In sports, cognitive-behavioral approaches work quite well, as it is not uncommon for athletes to get caught up in irrational thinking and self-defeating behaviors. Take for example a Little Leaguer low in mental toughness who is afraid of being hit by a pitch (a common problem for baseball players at this age). In the scared batter’s mind, he has equated the pain associated with being hit by a pitched ball to that of being the worst pain of his life — and as a result regularly steps out (or “in the bucket” as baseball coaches say) to avoid every pitch that comes his way. The reality is that baseball helmets protect against the most dangerous problems of being hit by a ball in the head, and even when a player is hit in the body the pain associated with the errant throw might sting slightly, but is rarely bone-breaking pain. A counselor (or coach) using a cognitive perspective would likely talk to the kid about how being hit with a ball really isn’t that painful, and how he has made it out to be a far scarier experience than it really is.

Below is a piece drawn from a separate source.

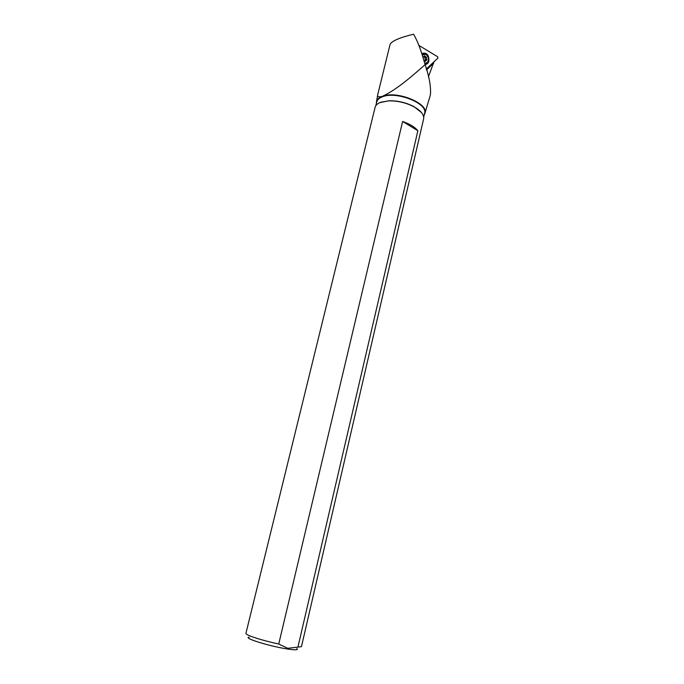 <?xml version="1.0" encoding="UTF-8"?>
<svg xmlns="http://www.w3.org/2000/svg" width="684" height="684" viewBox="0 0 684 684"><rect width="100%" height="100%" fill="white"/><g stroke="black" fill="none" stroke-linecap="round" stroke-linejoin="round"><path stroke-width="1.03" d="M437.88 58.097L426.286 69.058L437.88 58.097L437.692 56.763L418.907 45.418L437.692 56.763L437.88 58.097M425.097 64.518C426.919 64.39 428.175 63.287 428.868 61.209C429.056 54.669 426.705 52.121 421.806 53.557M425.132 64.612L423.516 59.26C420.66 49.145 417.351 40.792 413.598 34.2C399.516 37.671 391.684 41.049 390.094 44.332L377.807 94.315C376.995 96.726 378.508 97.41 382.365 96.35C397.524 89.339 414.205 74.188 425.132 64.612C429.381 77.181 431.134 87.304 430.39 94.99L424.918 113.253M376.397 103.335L376.414 102.138C376.79 99.616 378.774 97.684 382.365 96.35C396.968 90.237 429.706 103.814 424.798 113.664L424.268 114.767M426.491 69.828L433.408 63.287L433.981 61.782M433.408 63.287L428.415 76.839M423.704 117.203L424.602 113.33C428.227 103.54 396.566 90.878 382.518 96.752C379.244 97.957 377.312 99.684 376.739 101.933L375.798 105.763M379.757 102.668L388.88 100.762C397.849 100.616 406.305 102.626 414.248 106.798L421.566 112.655M417.873 130.747L297.925 647.132L301.464 646.628L423.61 118.93C424.268 114.955 421.19 110.97 414.367 106.995C406.322 102.771 397.763 100.728 388.692 100.873L380.928 102.207C377.619 103.404 375.678 105.131 375.097 107.371L245.915 633.401C245.804 633.965 247.326 634.872 250.481 636.129C257.44 638.762 266.863 641.395 278.739 644.029L402.619 121.47C409.801 123.966 414.889 127.062 417.873 130.747L402.619 121.47M249.241 637.189C242.162 637.727 269.385 646.26 287.109 648.945C295.428 650.202 298.651 650.056 296.796 648.518M297.925 647.132L287.759 648.304L278.739 644.029M426.525 69.948L433.69 63.176M421.985 53.874L425.824 53.797L427.107 54.908L428.423 57.601C428.928 60.192 428.364 62.167 426.731 63.518L424.969 64.125M422.242 54.934L426.089 54.352L428.312 57.618C428.731 61.278 427.517 63.133 424.67 63.167M423.798 60.252L425.38 61.261L426.731 59.987L426.525 57.601L424.67 55.84L423.208 57.071M426.525 57.601L425.029 58.037L425.243 59.611L426.739 59.183M425.243 59.611L425.422 60.295M423.558 57.054L425.875 56.858M425.029 58.037L424.644 57.217M424.875 61.115L425.542 60.919M424.131 56.336L424.884 56.114M376.499 101.668L377.713 94.854M425.935 60.149L424.55 60.543"/></g></svg>

Using the same example from a behavioral perspective, one might focus on using a physical technique that prevents the kid from actually stepping away from the plate. Perhaps the coach might hold the player by the ankles during batting practice so that he cannot move his feet when the pitch heads his way. Notice, from this perspective there is no emphasis on the irrational thinking, but instead a focus on the actual physical behaviors (in this case, making sure the kid’s feet don’t step away from the plate when the pitch comes in). In theory, after holding his feet enough times the child will become less anxious and more used to standing in during pitches (muscle memory), and if he is still eventually hit by a pitch will quickly realize that it really wasn’t the end of the world!
Cognitive-behavioral approaches can be used by parents, coaches, and anyone else involved in sports. Keep in mind that our thoughts and actions are very intertwined, and each does not usually happen without the other. For this reason it is important to think creatively when helping athletes with their anxieties and sport phobias. Is it an irrational way of thinking that is bogging the kid down? Or is a behavior that can be directly addressed that will help improve the situation? In most cases there are both cognitive and behavioral solutions that can be implemented to help with the situation.